10月11日の週のニューヨーク金市場は、米生産者物価指数(PPI)が事前予想を下回り、米国債の利回り上昇が一服したことをきっかけに買い戻し主導で急伸した。中心限月となる12月限は9月15日以来の高値1,801.9ドルを付けた。ただ好調な米小売売上高を受けて米国債の利回り上昇が再開すると、戻りを売られた。米金融当局者の関心は米連邦準備理事会(FRB)の量的緩和の縮小(テーパリング)から利上げ時期に移っており、今後発表される経済指標と景気見通しを確認したい。

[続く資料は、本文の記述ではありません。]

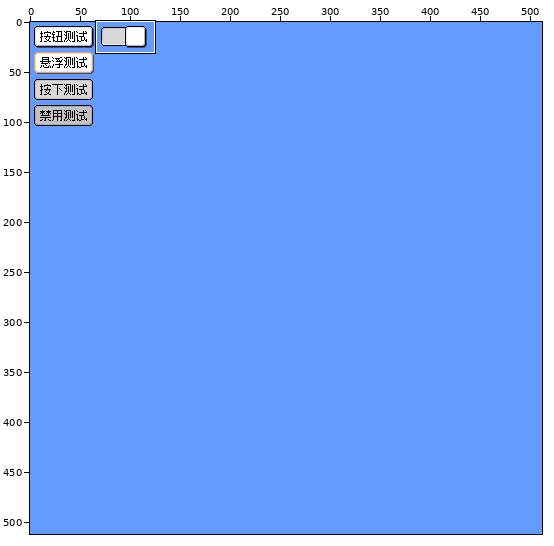
Pixel-art file -- resources/sokitsu/sokitsu_test.aseprite. Above, an overview of the earlier version with the close-up marked.
Close-up. First the earlier version:
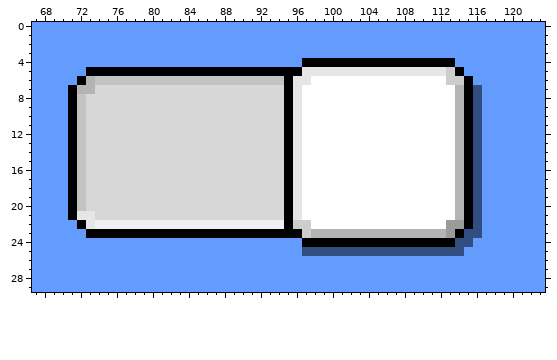
512x512 pixels, 1 frame. Colours within 5 levels of each other are drawn and written as one. Shown: x 67..123, y 0..29.
And afterwards:
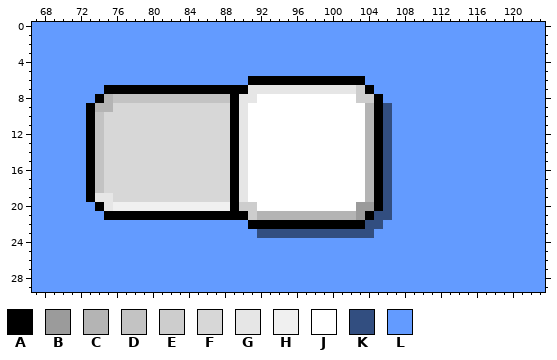
Palette (. is transparent): A #000000  B #9b9b9b  C #b4b4b4  D #c3c3c3  E #cdcdcd  F #d7d7d7  G #e6e6e6  H #f0f0f0  J #ffffff  K #324e80  L #639bff
Changes in this commit:
--- layers "Switch/Thumb", "Switch/BG"
@@ x 67..123 @@
  3 LLLLLLLLLLLLLLLLLLLLLLLLLLLLLLLLLLLLLLLLLLLLLLLLLLLLLLLLL
- 4 LLLLLLLLLLLLLLLLLLLLLLLLLLLLLLAAAAAAAAAAAAAAAAALLLLLLLLLL
- 5 LLLLLLAAAAAAAAAAAAAAAAAAAAAAAAGGGGGGGGGGGGGGGGEALLLLLLLLL
- 6 LLLLLACDDDDDDDDDDDDDDDDDDDDDAGGJJJJJJJJJJJJJJJEEALLLLLLLL
- 7 LLLLACCFFFFFFFFFFFFFFFFFFFFFAGJJJJJJJJJJJJJJJJJCAKLLLLLLL
- 8 LLLLADFFFFFFFFFFFFFFFFFFFFFFAGJJJJJJJJJJJJJJJJJCAKLLLLLLL
- 9 LLLLADFFFFFFFFFFFFFFFFFFFFFFAGJJJJJJJJJJJJJJJJJCAKLLLLLLL
-10 LLLLADFFFFFFFFFFFFFFFFFFFFFFAGJJJJJJJJJJJJJJJJJCAKLLLLLLL
-11 LLLLADFFFFFFFFFFFFFFFFFFFFFFAGJJJJJJJJJJJJJJJJJCAKLLLLLLL
-12 LLLLADFFFFFFFFFFFFFFFFFFFFFFAGJJJJJJJJJJJJJJJJJCAKLLLLLLL
-13 LLLLADFFFFFFFFFFFFFFFFFFFFFFAGJJJJJJJJJJJJJJJJJCAKLLLLLLL
-14 LLLLADFFFFFFFFFFFFFFFFFFFFFFAGJJJJJJJJJJJJJJJJJCAKLLLLLLL
-15 LLLLADFFFFFFFFFFFFFFFFFFFFFFAGJJJJJJJJJJJJJJJJJCAKLLLLLLL
-16 LLLLADFFFFFFFFFFFFFFFFFFFFFFAGJJJJJJJJJJJJJJJJJCAKLLLLLLL
-17 LLLLADFFFFFFFFFFFFFFFFFFFFFFAGJJJJJJJJJJJJJJJJJCAKLLLLLLL
-18 LLLLADFFFFFFFFFFFFFFFFFFFFFFAGJJJJJJJJJJJJJJJJJCAKLLLLLLL
-19 LLLLADFFFFFFFFFFFFFFFFFFFFFFAGJJJJJJJJJJJJJJJJJCAKLLLLLLL
-20 LLLLADFFFFFFFFFFFFFFFFFFFFFFAGJJJJJJJJJJJJJJJJJCAKLLLLLLL
-21 LLLLAGGFFFFFFFFFFFFFFFFFFFFFAGJJJJJJJJJJJJJJJJJCAKLLLLLLL
-22 LLLLLAGHHHHHHHHHHHHHHHHHHHHHAEEJJJJJJJJJJJJJJJBBAKLLLLLLL
-23 LLLLLLAAAAAAAAAAAAAAAAAAAAAAAAECCCCCCCCCCCCCCCBAKKLLLLLLL
-24 LLLLLLLLLLLLLLLLLLLLLLLLLLLLLLAAAAAAAAAAAAAAAAAKKLLLLLLLL
-25 LLLLLLLLLLLLLLLLLLLLLLLLLLLLLLKKKKKKKKKKKKKKKKKKLLLLLLLLL
+ 4 LLLLLLLLLLLLLLLLLLLLLLLLLLLLLLLLLLLLLLLLLLLLLLLLLLLLLLLLL
+ 5 LLLLLLLLLLLLLLLLLLLLLLLLLLLLLLLLLLLLLLLLLLLLLLLLLLLLLLLLL
+ 6 LLLLLLLLLLLLLLLLLLLLLLLLAAAAAAAAAAAAALLLLLLLLLLLLLLLLLLLL
+ 7 LLLLLLLLAAAAAAAAAAAAAAAAGGGGGGGGGGGGEALLLLLLLLLLLLLLLLLLL
+ 8 LLLLLLLACDDDDDDDDDDDDDAGGJJJJJJJJJJJEEALLLLLLLLLLLLLLLLLL
+ 9 LLLLLLACCFFFFFFFFFFFFFAGJJJJJJJJJJJJJCAKLLLLLLLLLLLLLLLLL
+10 LLLLLLADFFFFFFFFFFFFFFAGJJJJJJJJJJJJJCAKLLLLLLLLLLLLLLLLL
+11 LLLLLLADFFFFFFFFFFFFFFAGJJJJJJJJJJJJJCAKLLLLLLLLLLLLLLLLL
+12 LLLLLLADFFFFFFFFFFFFFFAGJJJJJJJJJJJJJCAKLLLLLLLLLLLLLLLLL
+13 LLLLLLADFFFFFFFFFFFFFFAGJJJJJJJJJJJJJCAKLLLLLLLLLLLLLLLLL
+14 LLLLLLADFFFFFFFFFFFFFFAGJJJJJJJJJJJJJCAKLLLLLLLLLLLLLLLLL
+15 LLLLLLADFFFFFFFFFFFFFFAGJJJJJJJJJJJJJCAKLLLLLLLLLLLLLLLLL
+16 LLLLLLADFFFFFFFFFFFFFFAGJJJJJJJJJJJJJCAKLLLLLLLLLLLLLLLLL
+17 LLLLLLADFFFFFFFFFFFFFFAGJJJJJJJJJJJJJCAKLLLLLLLLLLLLLLLLL
+18 LLLLLLADFFFFFFFFFFFFFFAGJJJJJJJJJJJJJCAKLLLLLLLLLLLLLLLLL
+19 LLLLLLAGGFFFFFFFFFFFFFAGJJJJJJJJJJJJJCAKLLLLLLLLLLLLLLLLL
+20 LLLLLLLAGHHHHHHHHHHHHHAEEJJJJJJJJJJJBBAKLLLLLLLLLLLLLLLLL
+21 LLLLLLLLAAAAAAAAAAAAAAAAECCCCCCCCCCCBAKKLLLLLLLLLLLLLLLLL
+22 LLLLLLLLLLLLLLLLLLLLLLLLAAAAAAAAAAAAAKKLLLLLLLLLLLLLLLLLL
+23 LLLLLLLLLLLLLLLLLLLLLLLLLKKKKKKKKKKKKKLLLLLLLLLLLLLLLLLLL
+24 LLLLLLLLLLLLLLLLLLLLLLLLLLLLLLLLLLLLLLLLLLLLLLLLLLLLLLLLL
+25 LLLLLLLLLLLLLLLLLLLLLLLLLLLLLLLLLLLLLLLLLLLLLLLLLLLLLLLLL
 26 LLLLLLLLLLLLLLLLLLLLLLLLLLLLLLLLLLLLLLLLLLLLLLLLLLLLLLLLL

9月の米消費者物価指数(CPI)は前年同月比5.4%上昇し、前月の5.3%から伸びが加速した。原油高などを受けてインフレ懸念が強く、米10年債利回りは1.617%まで上昇し、6月4日以来の高水準となった。ただ米生産者物価指数(PPI)が事前予想を下回り、インフレに対する警戒感が後退すると、上げ一服となった。9月の米PPIは前月比0.5%上昇し、事前予想の0.6%上昇を下回った。米セントルイス地区連銀のブラード総裁は、現在の高インフレは米連邦準備理事会(FRB)当局者の大半が想定するほど早期に緩和されない可能性があるとし、FRBに対して資産買い入れプログラムの迅速な縮小を改めて求めた。一方、9月の米小売売上高は前月比0.7%増と、事前予想の0.2%減から予想外に増加した。価格上昇を背景とした自動車販売店の売上高拡大が寄与した。今後発表される経済指標が好調な内容になると、米国債の利回り上昇が再開し、金の戻りは売られることになりそうだ。今週は9月の米鉱工業生産や10月のフィラデルフィア連銀製造業景況指数などの発表がある。

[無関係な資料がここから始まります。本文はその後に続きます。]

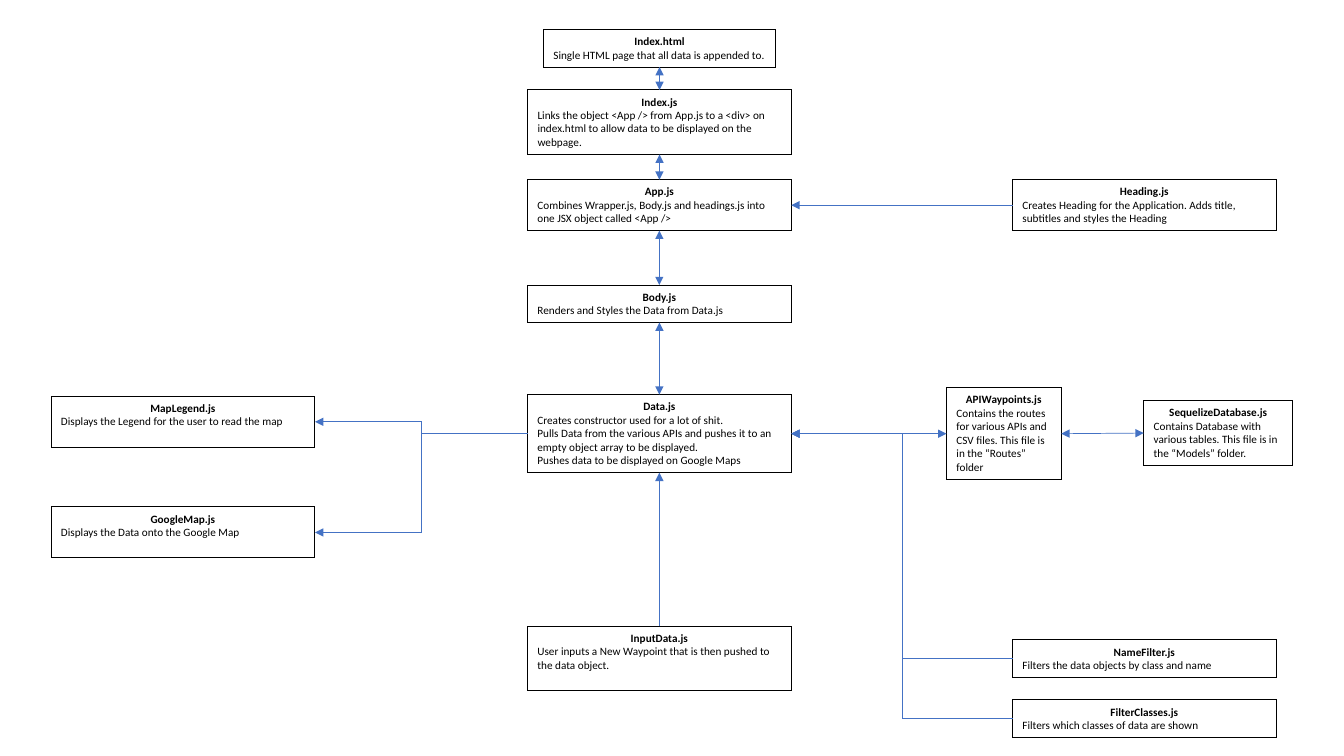
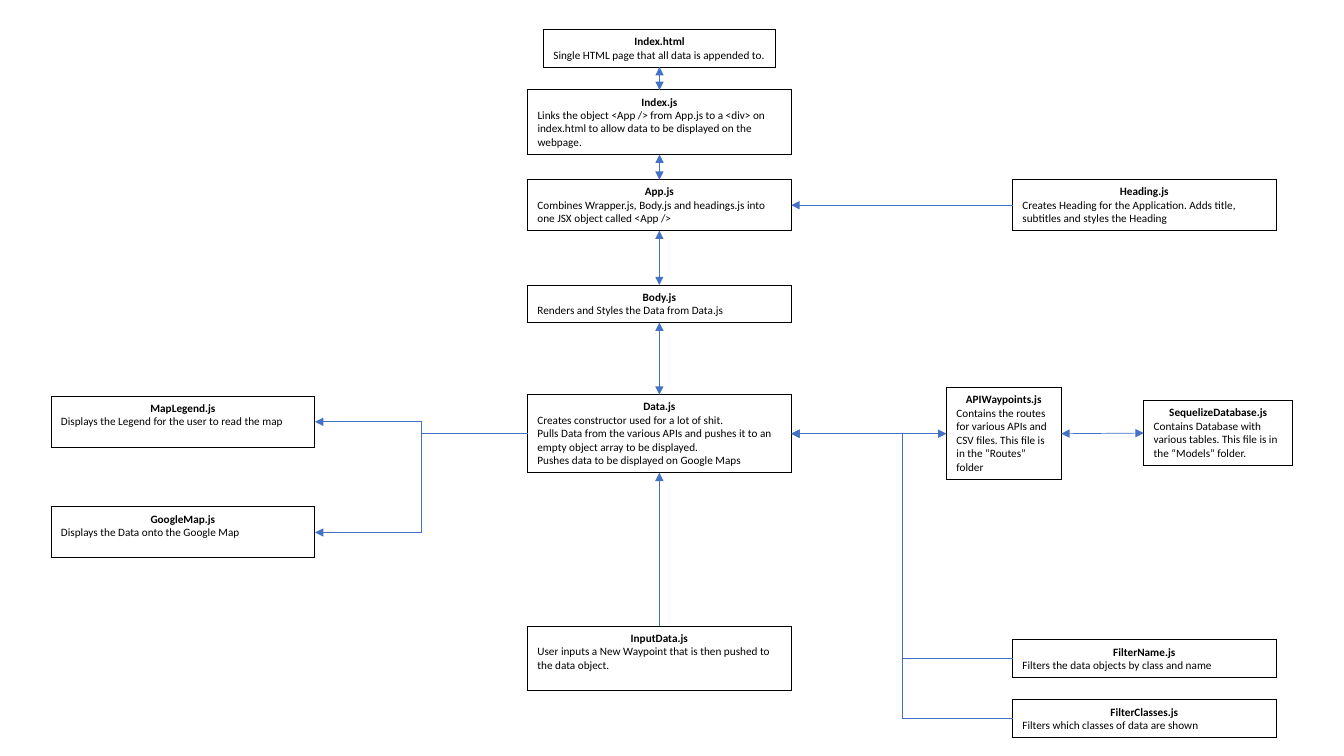
Before and after one commit to lamcnguyen89/Back-to-the-Basics, a slide deck: slide 1 of Wireframes/React file structure.pptx. Drawn at 1344x756 pixels with LibreOffice and Linux fonts; fonts in the diff are those of the drawing. Boxes give left, top, right and bottom in pixels: in the first picture for what was removed or moved away, otherwise in the second. Text is boxed around its words. In the diff, an @@ line names an element or a change of style, - is before the commit and + after.

```diff
--- a/Wireframes/React file structure.pptx
+++ b/Wireframes/React file structure.pptx
@@ text in rectangle at (1113, 648, 1175, 658): text changed @@
-NameFilter.js
+FilterName.js
```
Also in this commit, not shown: 6 other files.

国際通貨基金(IMF)は最新の世界経済見通しを発表し、供給網の混乱と物価上昇圧力が新型コロナウイルス危機からの回復を阻害しているとして、米国、中国、日本など主要国の成長率予想を引き下げた。2021年の世界経済の成長率予想は5.9%と7月時点の6.0%から下方修正した。米国が6.0%と前回予想の7.0%から引き下げられた。バイデン米大統領が提唱するインフラ投資法案を議会が承認することを前提としており、今後の協議の行方も確認したい。世界経済見通しが下方修正されたが、金ETF(上場投信)から投資資金が流出し、逃避買いは見られなかった。

中国の不動産会社の経営不安に対する懸念が強いが、欧米の株価は押し目を買われて堅調となった。他国に波及するとの見方は少ないが、電力不足に対する懸念もあり、中国の製造業活動など今後の行方も確認したい。中国地産集団は、15日に返済期限を迎えた2億2,600万ドルの社債を償還できず、債務不履行(デフォルト)に陥ったと明らかにした。中国恒大集団の債務不履行(デフォルト)懸念をきっかけとした不動産会社の経営危機が相次いで明らかになった。ただ中国人民銀行の金融市場担当責任者は、経営危機に陥っている中国不動産大手、中国恒大集団の債務問題が金融システムに及ぼす波及効果は制御可能だと述べた。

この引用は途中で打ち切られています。